Lactate, C. Final Report on the Safety Assessment of Cetyl lactate and Myristyl lactate.

Abstract. Cetyl Lactate and Myristyl Lactate are the esters of lactic acid and either cetyl or myristyl alcohol. They are used in a wide variety of cosmetic products up to a maximum concentration of 25%. The acute oral LD50 of Cetyl Lactate is estimated from studies with rats to be greater than 20 g/kg. Cetyl Lactate was shown to be minimally irritating to rabbit skin and nonirritating or only slightly irritating to rabbit eyes in Draize irritation tests. At 25%, Cetyl Lactate produced no signs of toxicity or irritation in a 30-day rabbit-skin irritation study. Cetyl Lactate was found to be minimally irritating and nonsensitizing to human skin at concentrations up to 5%. The acute oral LD50 of Myristyl Lactate is estimated from studies with rats to be greater than 20 g/kg. Myristyl Lactate was shown to be minimally irritating in Draize primary skin irritation tests, but one contradictory study concluded that undiluted Myristyl Lactate produced moderate irritation. It produced no signs of ocular irritation in Draize rabbit eye irritation tests. Mild irritation was elicited by a formulation in a modified Draize rabbit skin irritation test. The same formulation was found to be nonirritating and nonsensitizing in a human repeated insult patch study. Based on the available information, it is concluded that Cetyl Lactate and Myristyl Lactate are safe in the present practices of use.

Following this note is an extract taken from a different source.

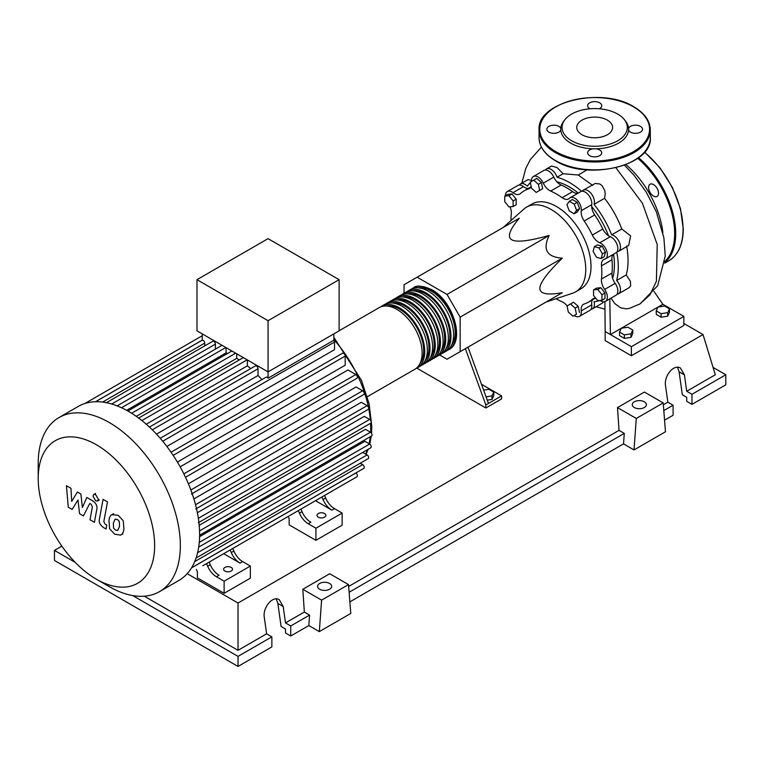 <?xml version="1.0" encoding="UTF-8"?>
<svg xmlns="http://www.w3.org/2000/svg" width="764" height="764" viewBox="0 0 764 764"><rect width="100%" height="100%" fill="white"/><g stroke="black" fill="none" stroke-linecap="round" stroke-linejoin="round"><path stroke-width="1.15" d="M612.613 278.335A63.527 36.682 -120 0 0 614.428 264.802A63.527 36.682 -120 0 0 613.559 254.183M608.574 235.837A63.527 36.682 -120 0 0 591.67 206.547M578.272 193.063A63.527 36.682 -120 0 0 556.88 181.803M546.145 302.019L572.57 293.233A48.953 28.268 -120 0 0 575.626 291.867A48.953 28.268 -120 0 0 585.759 269.453A48.953 28.268 -120 0 0 564.395 220.185A48.953 28.268 -120 0 0 526.673 207.073A48.953 28.268 -120 0 0 523.951 209.03L503.142 227.519M526.673 207.073L531.916 204.045A48.953 28.268 60 0 1 569.638 217.157A48.953 28.268 60 0 1 591.011 266.426A48.953 28.268 60 0 1 580.869 288.84L575.626 291.867M439.634 354.964L447.036 359.233L460.148 351.669L460.148 317.146L447.036 294.436L549.154 235.474C542.44 249.446 546.804 257.019 562.266 258.184C547.272 272.901 539.804 282.966 539.871 288.381C539.804 293.863 547.272 295.305 562.266 292.707L549.154 300.281M483.622 390.118L488.931 389.296L493.773 392.094L492.006 395.914L486.066 396.841M492.006 395.914L492.006 399.429L493.773 395.609L493.773 392.094M492.006 399.429L487.279 400.164M465.362 348.651L485.847 404.958L501.585 395.876L481.501 384.282M485.847 404.958L485.847 407.986L501.585 398.903L501.585 395.876M485.847 407.986L416.8 368.124M488.473 403.449L467.988 347.142M460.148 317.146L562.266 258.184M460.148 351.669L562.266 292.707M447.036 294.436L417.144 277.179L404.032 284.743L404.032 293.3M417.144 277.179L519.262 218.218C509.512 229.907 507.029 237.088 511.813 239.781C516.464 242.541 528.917 241.099 549.154 235.474M602.443 253.849L601.182 258.528L596.503 257.277L593.084 251.337L594.335 246.657L599.014 247.918L602.443 253.849L605.48 252.091L604.229 256.771L601.182 258.528M599.014 247.918L602.051 246.161L597.372 244.91L594.335 246.657M602.051 246.161L605.48 252.091M574.165 204.093L576.591 210.329L574.165 213.777L569.323 210.979L566.898 204.742L569.323 201.295L574.165 204.093L577.212 202.336L579.628 208.582L576.591 210.329M579.628 208.582L577.212 212.02L574.165 213.777M577.212 202.336L572.36 199.538L569.323 201.295M533.702 180.17L538.381 184.315L539.632 190.446L536.204 192.423L531.524 188.278L530.273 182.147L536.739 178.413L541.418 182.558L538.381 184.315M541.418 182.558L542.679 188.689L539.632 190.446M542.679 188.689L539.25 190.666M504.746 196.1L508.939 195.718L513.131 200.942L513.131 206.538L508.939 206.91L504.746 201.686L504.746 196.1L507.783 194.343L511.985 193.96L508.939 195.718M511.985 193.96L516.178 199.184L513.131 200.942M516.178 199.184L516.178 204.781L513.131 206.538M573 316.229L568.321 312.075L567.06 305.944L570.488 303.967L575.168 308.121L576.428 314.243L573 316.229M575.168 308.121L578.214 306.364L573.535 302.21L570.488 303.967M578.214 306.364L579.465 312.495M601.956 300.3L597.763 300.672L593.561 295.448L593.561 289.862L597.763 289.48L601.956 294.703L601.956 300.3L604.992 298.543L604.992 292.946L601.956 294.703M597.763 289.48L600.8 287.722L596.608 288.104L593.561 289.862M600.8 287.722L604.992 292.946M567.136 305.906A11.126 6.427 -120 0 0 562.123 301.809A64.271 37.111 60 0 1 556.058 298.724M531.467 181.46A9.273 5.358 60 0 1 533.358 176.513A9.273 5.358 60 0 1 543.299 183.15A11.126 6.427 -120 0 0 550.653 191.067A64.271 37.111 60 0 1 562.123 197.695A11.126 6.427 -120 0 0 568.683 198.888A11.126 6.427 -120 0 0 569.486 198.268A9.273 5.358 60 0 1 570.154 197.752A9.273 5.358 60 0 1 577.765 200.751A9.273 5.358 60 0 1 581.261 210.702A11.126 6.427 -120 0 0 584.212 221.016A64.271 37.111 60 0 1 592.329 235.054A11.126 6.427 -120 0 0 599.778 242.771A9.273 5.358 60 0 1 606.645 250.773A9.273 5.358 60 0 1 605.441 258.872A9.273 5.358 60 0 1 604.658 259.187A11.126 6.427 -120 0 0 603.713 259.569A11.126 6.427 -120 0 0 601.478 265.843L611.964 259.789A11.126 6.427 60 0 1 613.158 254.412M601.478 265.843A64.271 37.111 60 0 1 601.478 279.089A11.126 6.427 -120 0 0 604.658 289.422A9.273 5.358 60 0 1 605.441 301.35A9.273 5.358 60 0 1 600.122 300.462M611.964 259.789A64.271 37.111 60 0 1 611.964 273.034L601.478 279.089M604.658 289.422L615.144 283.368A11.126 6.427 60 0 1 611.964 273.034M584.212 221.016L594.707 214.951A11.126 6.427 60 0 1 591.756 204.647L581.261 210.702M594.707 214.951A64.271 37.111 60 0 1 602.815 228.999L592.329 235.054M599.778 242.771L610.264 236.716A11.126 6.427 60 0 1 602.815 228.999M550.653 191.067L561.148 185.012A11.126 6.427 60 0 1 553.785 177.095L543.299 183.15M561.148 185.012A64.271 37.111 60 0 1 572.618 191.64L562.123 197.695M577.87 193.292A11.126 6.427 60 0 1 572.618 191.64M528.182 188.507A11.126 6.427 60 0 1 523.493 186.617L513.007 192.671A11.126 6.427 -120 0 0 519.797 194.046A11.126 6.427 -120 0 0 520.456 193.569A64.271 37.111 60 0 1 524.257 190.78A64.271 37.111 60 0 1 528.564 188.88A11.126 6.427 -120 0 0 529.309 188.555A11.126 6.427 -120 0 0 531.133 186.33M510.944 220.586A64.271 37.111 60 0 1 511.307 213.786A11.126 6.427 -120 0 0 510.018 206.815M595.92 298.39A11.126 6.427 -120 0 0 592.979 298.829A11.126 6.427 -120 0 0 592.329 299.316A64.271 37.111 60 0 1 588.528 302.105A64.271 37.111 60 0 1 584.212 303.996A11.126 6.427 -120 0 0 583.467 304.32A11.126 6.427 -120 0 0 581.261 310.891A9.273 5.358 60 0 1 579.418 316.372A9.273 5.358 60 0 1 574.194 315.532M581.261 310.891L591.756 304.836A11.126 6.427 60 0 1 592.453 299.832M505.424 195.699A9.273 5.358 60 0 1 507.344 191.525L517.839 185.471A9.273 5.358 60 0 1 523.493 186.617M533.358 176.513L543.853 170.458A9.273 5.358 60 0 1 553.785 177.095M570.154 197.752L580.64 191.697A9.273 5.358 60 0 1 588.251 194.696A9.273 5.358 60 0 1 591.756 204.647M610.264 236.716A9.273 5.358 60 0 1 617.131 244.719A9.273 5.358 60 0 1 615.927 252.808L605.441 258.872M615.144 283.368A9.273 5.358 60 0 1 615.927 295.296L605.441 301.35M591.756 304.836A9.273 5.358 60 0 1 589.913 310.318L579.418 316.372M507.344 191.525A9.273 5.358 60 0 1 513.007 192.671M411.977 288.821A35.602 20.552 60 0 1 413.238 287.98A35.602 20.552 60 0 1 431.039 289.737A35.602 20.552 60 0 1 454.303 321.119A35.602 20.552 60 0 1 448.84 349.645A35.602 20.552 60 0 1 447.484 350.323M367.303 396.717L414.747 369.327A35.602 20.552 -120 0 0 420.21 340.801A35.602 20.552 -120 0 0 396.946 309.42A35.602 20.552 -120 0 0 379.145 307.663L339.12 330.764M417.984 287.847A34.122 19.702 60 0 1 431.039 290.95A34.122 19.702 60 0 1 452.221 317.69A34.122 19.702 60 0 1 451.333 345.595M380.51 306.985A35.602 20.552 60 0 1 381.771 306.144A35.602 20.552 60 0 1 399.572 307.911A35.602 20.552 60 0 1 422.826 339.283A35.602 20.552 60 0 1 417.373 367.809A35.602 20.552 60 0 1 416.008 368.487M417.373 367.809L419.99 366.3A35.602 20.552 -120 0 0 425.452 337.774A35.602 20.552 -120 0 0 402.189 306.393A35.602 20.552 -120 0 0 384.387 304.635L381.771 306.144M385.753 303.957A35.602 20.552 60 0 1 387.014 303.117A35.602 20.552 60 0 1 404.815 304.884A35.602 20.552 60 0 1 428.079 336.255A35.602 20.552 60 0 1 422.616 364.781A35.602 20.552 60 0 1 421.26 365.459M422.616 364.781L425.242 363.272A35.602 20.552 -120 0 0 430.695 334.737A35.602 20.552 -120 0 0 407.441 303.365A35.602 20.552 -120 0 0 389.64 301.608L387.014 303.117M390.996 300.93A35.602 20.552 60 0 1 392.257 300.09A35.602 20.552 60 0 1 410.058 301.856A35.602 20.552 60 0 1 433.322 333.228A35.602 20.552 60 0 1 427.859 361.754A35.602 20.552 60 0 1 426.503 362.432M427.859 361.754L430.485 360.245A35.602 20.552 -120 0 0 435.938 331.71A35.602 20.552 -120 0 0 412.684 300.338A35.602 20.552 -120 0 0 394.883 298.581L392.257 300.09M396.239 297.903A35.602 20.552 60 0 1 397.5 297.062A35.602 20.552 60 0 1 415.301 298.829A35.602 20.552 60 0 1 438.565 330.201A35.602 20.552 60 0 1 433.102 358.727A35.602 20.552 60 0 1 431.746 359.405M433.102 358.727L435.728 357.218A35.602 20.552 -120 0 0 441.191 328.682A35.602 20.552 -120 0 0 417.927 297.311A35.602 20.552 -120 0 0 400.126 295.544L397.5 297.062M401.482 294.875A35.602 20.552 60 0 1 402.752 294.035A35.602 20.552 60 0 1 420.553 295.802A35.602 20.552 60 0 1 443.808 327.173A35.602 20.552 60 0 1 438.355 355.699A35.602 20.552 60 0 1 436.989 356.377M438.355 355.699L440.971 354.19A35.602 20.552 -120 0 0 446.434 325.655A35.602 20.552 -120 0 0 423.17 294.283A35.602 20.552 -120 0 0 405.369 292.517L402.752 294.035M406.734 291.848A35.602 20.552 60 0 1 407.995 291.008A35.602 20.552 60 0 1 425.796 292.765A35.602 20.552 60 0 1 449.051 324.146A35.602 20.552 60 0 1 443.597 352.672A35.602 20.552 60 0 1 442.232 353.35M443.597 352.672L446.214 351.163A35.602 20.552 -120 0 0 451.677 322.628A35.602 20.552 -120 0 0 428.413 291.256A35.602 20.552 -120 0 0 410.612 289.489L407.995 291.008M412.741 290.874A34.122 19.702 60 0 1 425.796 293.978A34.122 19.702 60 0 1 446.969 320.718A34.122 19.702 60 0 1 446.081 348.623M407.498 293.901A34.122 19.702 60 0 1 420.553 297.005A34.122 19.702 60 0 1 441.726 323.745A34.122 19.702 60 0 1 440.838 351.65M402.256 296.929A34.122 19.702 60 0 1 415.301 300.032A34.122 19.702 60 0 1 436.483 326.772A34.122 19.702 60 0 1 435.595 354.687M397.003 299.956A34.122 19.702 60 0 1 410.058 303.069A34.122 19.702 60 0 1 431.24 329.809A34.122 19.702 60 0 1 430.352 357.714M391.76 302.983A34.122 19.702 60 0 1 404.815 306.097A34.122 19.702 60 0 1 425.997 332.837A34.122 19.702 60 0 1 425.109 360.742M386.517 306.011A34.122 19.702 60 0 1 399.572 309.124A34.122 19.702 60 0 1 420.744 335.864A34.122 19.702 60 0 1 419.856 363.769M224.912 571.052A4.45 2.569 180 0 1 223.613 569.237A4.45 2.569 180 0 1 226.364 566.859A4.45 2.569 180 0 1 231.215 567.423A4.45 2.569 180 0 1 232.514 569.237A4.45 2.569 180 0 1 229.763 571.606A4.45 2.569 180 0 1 224.912 571.052M318.273 517.152A4.45 2.569 180 0 1 316.974 515.337A4.45 2.569 180 0 1 319.715 512.959A4.45 2.569 180 0 1 324.566 513.523A4.45 2.569 180 0 1 325.875 515.337A4.45 2.569 180 0 1 323.124 517.706A4.45 2.569 180 0 1 318.273 517.152M109.271 586.647L96.417 579.227A82.331 47.53 -120 0 0 154.634 545.611A82.331 47.53 -120 0 0 96.417 444.782A82.331 47.53 -120 0 0 38.2 478.388A82.331 47.53 -120 0 0 96.417 579.227L109.271 586.647A100.504 58.026 -120 0 0 159.523 591.622A100.504 58.026 -120 0 0 174.927 511.087A100.504 58.026 -120 0 0 109.271 422.521A100.504 58.026 -120 0 0 59.019 417.545A100.504 58.026 -120 0 0 38.2 463.557L38.2 478.388M159.523 591.622L178.795 580.497A100.504 58.026 -120 0 0 184.659 576.209A100.504 58.026 -120 0 0 191.64 567.652A100.504 58.026 -120 0 0 196.186 557.682A100.504 58.026 -120 0 0 198.774 546.585A100.504 58.026 -120 0 0 199.614 534.485A100.504 58.026 -120 0 0 198.774 521.411A100.504 58.026 -120 0 0 196.186 507.334A100.504 58.026 -120 0 0 191.64 492.121A100.504 58.026 -120 0 0 184.659 475.504A100.504 58.026 -120 0 0 172.148 453.835A100.504 58.026 -120 0 0 161.252 439.481A100.504 58.026 -120 0 0 150.346 427.935A100.504 58.026 -120 0 0 139.44 418.662A100.504 58.026 -120 0 0 128.543 411.395A100.504 58.026 -120 0 0 117.637 406.076A100.504 58.026 -120 0 0 106.74 402.762A100.504 58.026 -120 0 0 95.834 401.721A100.504 58.026 -120 0 0 84.938 403.478A100.504 58.026 -120 0 0 78.291 406.419L59.019 417.545M162.713 441.229L334.517 342.033L334.517 349.654L166.858 446.462M173.18 455.373L345.185 356.072L345.185 365.192L177.391 462.058M180.161 466.842L347.945 369.977L355.843 374.532A2.225 1.289 60 0 1 357.294 376.499A2.225 1.289 60 0 1 356.95 378.276L185.499 477.271M188.402 483.774L356.062 386.976L362.661 390.786A2.225 1.289 60 0 1 364.122 392.744A2.225 1.289 60 0 1 363.779 394.53L191.353 494.079M193.894 498.93L361.276 402.294L367.112 405.655A2.225 1.289 60 0 1 368.563 407.623A2.225 1.289 60 0 1 368.219 409.399L195.794 508.948M197.37 512.73L364.304 416.351L369.642 419.426A2.225 1.289 60 0 1 371.094 421.394A2.225 1.289 60 0 1 370.75 423.17L198.325 522.719M199.184 525.317L365.459 429.33L370.464 432.214A2.225 1.289 -120 0 1 371.915 434.172A2.225 1.289 -120 0 1 371.571 435.957L199.605 535.239M199.585 536.681L364.839 441.277L369.642 444.046A2.225 1.289 -120 0 1 371.094 446.004A2.225 1.289 -120 0 1 370.75 447.79L198.688 547.129M268.059 320.699L196.988 279.672L196.988 330.85L268.059 371.877L339.12 330.85L339.12 279.672L268.059 320.699L268.059 378.199A2.225 1.289 -120 0 0 266.015 377.206L160.22 438.288M196.988 279.672L268.059 238.645L339.12 279.672M204.733 345.901L204.733 343.112A2.225 1.289 -120 0 0 203.873 340.992A2.225 1.289 -120 0 0 202.231 340.2L202.231 333.878M215.4 349.138L215.4 344.134A2.225 1.289 -120 0 0 214.426 341.89A2.225 1.289 -120 0 0 212.707 341.298L106.11 402.848M227.481 353.522A91.231 52.678 -120 0 0 226.058 352.911L226.058 347.63M239.285 359.959A91.231 52.678 -120 0 0 236.716 358.345L236.716 353.789M250.707 368.601A91.231 52.678 -120 0 0 247.374 365.832L247.374 359.939M261.899 379.574A91.231 52.678 -120 0 0 258.041 375.487L258.041 368.754A2.225 1.289 -120 0 0 257.067 366.51A2.225 1.289 -120 0 0 255.348 365.918L149.429 427.076M334.517 342.033A2.225 1.289 -120 0 0 333.878 340.2L268.059 378.199M333.878 340.2L333.878 333.878M258.041 375.487L156.477 434.124M247.374 365.832L146.258 424.211M236.716 358.345L136.269 416.342M226.058 352.911L126.633 410.316M207.655 566.181A14.831 8.566 -120 0 0 216.441 576.753L219.058 575.244A14.831 8.566 60 0 1 210.272 564.672L207.655 566.181L206.547 563.593M226.459 552.095A2.225 1.289 -120 0 1 226.45 552.105L209.174 562.075L210.272 564.672M233.88 551.045L231.253 552.553A14.831 8.566 -120 0 0 240.039 563.125L242.665 561.616A14.831 8.566 60 0 1 233.88 551.045L232.772 548.447L294.637 512.739A2.225 1.289 -120 0 0 294.646 512.73M242.665 561.616L250.353 566.057L224.129 581.194L216.441 576.753M240.039 563.125L223.69 553.69M299.44 513.188A14.831 8.566 -120 0 0 308.226 523.76L310.843 522.251A14.831 8.566 60 0 1 302.057 511.679L299.44 513.188L298.332 510.6M318.244 499.102A2.225 1.289 -120 0 1 318.235 499.112L300.959 509.082L302.057 511.679M231.253 552.553L230.145 549.965M202.852 565.723A2.225 1.289 -120 0 0 202.861 565.723L356.95 476.755A2.225 1.289 -120 0 0 357.294 474.969A2.225 1.289 -120 0 0 355.843 473.012L355.804 472.992M325.665 498.052L323.038 499.57A14.831 8.566 -120 0 0 331.824 510.142L334.451 508.623A14.831 8.566 60 0 1 325.665 498.052L324.557 495.454L344.717 483.822A2.225 1.289 60 0 0 344.736 483.813M334.451 508.623L342.138 513.064L315.914 528.201L308.226 523.76M331.824 510.142L315.475 500.697M323.038 499.57L321.93 496.972M250.353 566.057L250.353 578.167L224.129 593.313L197.379 577.861L197.379 571.806L196.377 569.457M342.138 513.064L342.138 525.174L315.914 540.32L289.164 524.878L289.164 518.813L288.162 516.464M196.061 558.035L368.219 458.639A2.225 1.289 -120 0 0 368.563 456.862A2.225 1.289 -120 0 0 367.112 454.895L362.776 452.393M191.525 567.833L363.779 468.38A2.225 1.289 -120 0 0 364.122 466.603A2.225 1.289 -120 0 0 362.661 464.636L360.245 463.242M345.185 356.072A2.225 1.289 -120 0 0 344.211 353.827A2.225 1.289 -120 0 0 342.492 353.235L171.04 452.221M315.914 540.32L315.914 528.201M224.129 593.313L224.129 581.194M115.211 519.1L113.368 522.977L113.549 528.067L115.431 530.054L117.656 530.436L119.509 526.53L119.327 521.478L117.408 519.463L114.992 519.205M112.289 514.43C110.522 515.175 109.414 517.171 108.946 520.427L109.615 528.774L114.657 534.198L120.588 535.106C122.345 534.37 123.462 532.365 123.93 529.08L123.252 520.761L118.181 515.318L111.811 514.669L113.578 513.647M120.588 535.106L122.832 533.855M103.083 499.35L99.368 519.291C98.699 522.309 100.094 525.059 103.541 527.552L106.053 529.003L106.779 525.107L105.088 524.123L103.828 521.554L107.495 501.9L103.083 499.35M95.672 500.821L97.563 501.003L98.346 499.274L95.672 494.633L93.771 494.442L92.988 496.18L95.672 500.821M72.141 509.416L77.995 499.971L79.542 513.694L83.4 515.92L89.76 503.457L91.126 504.25L92.387 506.819L90.009 519.749L94.421 522.299L96.856 509.063C97.515 506.035 96.111 503.285 92.654 500.812L86.8 497.44L82.378 507.525L80.879 494.021L77.422 492.026L71.701 501.356L70.966 488.301L66.411 485.675L68.273 507.191L72.141 509.416M625.926 164.575A68.98 39.824 60 0 1 662.875 232.552M656.247 310.872L658.014 307.052L664.632 306.03L669.484 308.828L667.707 312.648L661.089 313.67L656.247 310.872L656.247 314.386L661.089 317.184L661.089 313.67M667.707 312.648L667.707 316.162L669.484 312.342L669.484 308.828M667.707 316.162L661.089 317.184M619.528 332.073L621.304 328.253L627.922 327.221L632.764 330.019L630.997 333.839L624.379 334.871L619.528 332.073L619.528 335.587L624.379 338.376L624.379 334.871M630.997 333.839L630.997 337.354L632.764 333.534L632.764 330.019M630.997 337.354L624.379 338.376M603.445 301.77L602.424 303.088L592.53 308.799A9.273 5.358 60 0 1 591.03 309.229M599.855 300.481A68.98 39.824 60 0 1 594.048 301.713A9.273 5.358 60 0 1 592.53 308.799M626.614 245.989C628.638 256.885 628.514 266.531 626.232 274.944L630.367 281.248L630.663 285.822L629.106 287.684L618.553 293.777A9.273 5.358 60 0 1 617.045 294.207M626.232 274.944L616.663 280.474A9.273 5.358 60 0 1 618.553 293.777M616.749 252.13A68.98 39.824 60 0 1 616.663 280.474M519.339 185.041A9.273 5.358 60 0 1 520.456 183.962A9.273 5.358 60 0 1 527.351 186.187A68.98 39.824 60 0 1 530.378 182.644M545.353 170.028A9.273 5.358 60 0 1 546.47 168.94A9.273 5.358 60 0 1 557.061 177.229L563.106 173.734L578.262 175.013L592.673 185.404M557.061 177.229A68.98 39.824 60 0 1 581.643 191.325M582.139 191.267A9.273 5.358 60 0 1 583.266 190.179A9.273 5.358 60 0 1 591.431 193.865A9.273 5.358 60 0 1 594.048 204.37L604.572 198.296C611.84 207.655 617.57 217.893 621.791 228.999L611.649 234.854A9.273 5.358 60 0 1 619.442 242.379A9.273 5.358 60 0 1 618.553 251.299A9.273 5.358 60 0 1 617.045 251.728M594.048 204.37A68.98 39.824 60 0 1 611.649 234.854M621.791 228.999L630.644 235.933L628.657 245.464L618.553 251.299M583.266 190.179L595.223 183.446L599.778 183.971L601.956 185.518L604.668 190.246L605.222 193.789L604.572 198.296M546.47 168.94L551.541 166.017L557.023 167.545L563.106 173.734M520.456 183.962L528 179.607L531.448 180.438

Khizer, Z., Sadia, A., Sharma, R., Farhaj, S., Nirwan, J. S., Kakadia, P. G., ... & Ghori, M. U. (2021). Drug delivery approaches for managing overactive bladder (Oab): A systematic review. Pharmaceuticals, 14(5), 409.

Abstract. Overactive bladder syndrome (OAB) is characterised by urgency symptoms, with or without urgency incontinence, usually with frequency and nocturia and severely affects the quality of life. This systematic review evaluates the various drug delivery strategies used in practice to manage OAB. Advanced drug delivery strategies alongside traditional strategies were comprehensively analysed and comparatively evaluated. The present review was conducted according to the preferred reporting items for systematic reviews and meta-analyses guidelines. A total of 24 studies reporting the development of novel formulations for the treatment of OAB were considered eligible and were further categorised according to the route of drug administration. The review found that various drug delivery routes (transdermal, intravesicular, oral, vaginal and intramuscular) are used for the administration of drugs for managing OAB, however, the outcomes illustrated the marked potential of transdermal drug delivery route. The findings of the current review are expected to be helpful for pharmaceutical scientists to better comprehend the existing literature and challenges and is anticipated to provide a basis for designing and fabricating novel drug delivery systems to manage OAB

KAiHo, F., KOIKE, R., NOMURA, H., HARA, H., MARUOKA, K., DOHI, M., & KATO, Y. (1989). Enhancing effect of cetyl lactate on the percutaneous absorption of indomethacin in rats. Chemical and pharmaceutical bulletin, 37(4), 1114-1116.

Abstract. The enhancing effect of cetyl lactate (CL) on the percutaneous absorption of indomethacin (ID) from test solutions in propylene glycol (PG) was investigated by using the abdominal skin of rats in vivo.The percutaneous absorption rate of ID from 1 or 3% CL-PG test solution through the intact skin of rats was observed to be faster than that from the control solution (without CL). The bioavailability of ID was about 0.04% for the control solution, 2.2% for 1% CL-PG and 6.8% for 3% CL-PG test solutions. These results suggest that CL functions as an enhancer for the percutaneous absorption of ID. Furthermore, marked enhancing effects on percutaneous absorption of ID were obtained at a concentration greater than 1% CL in PG.In order to elucidate the mode of action of CL as an absorption enhancer, the percutaneous absorption of ID from the control solution and 3% CL-PG test solution through damaged skin from which the stratum corneum had been stripped was additionally investigated. It was confirmed that CL acts on the stratum corneum to produce its effect.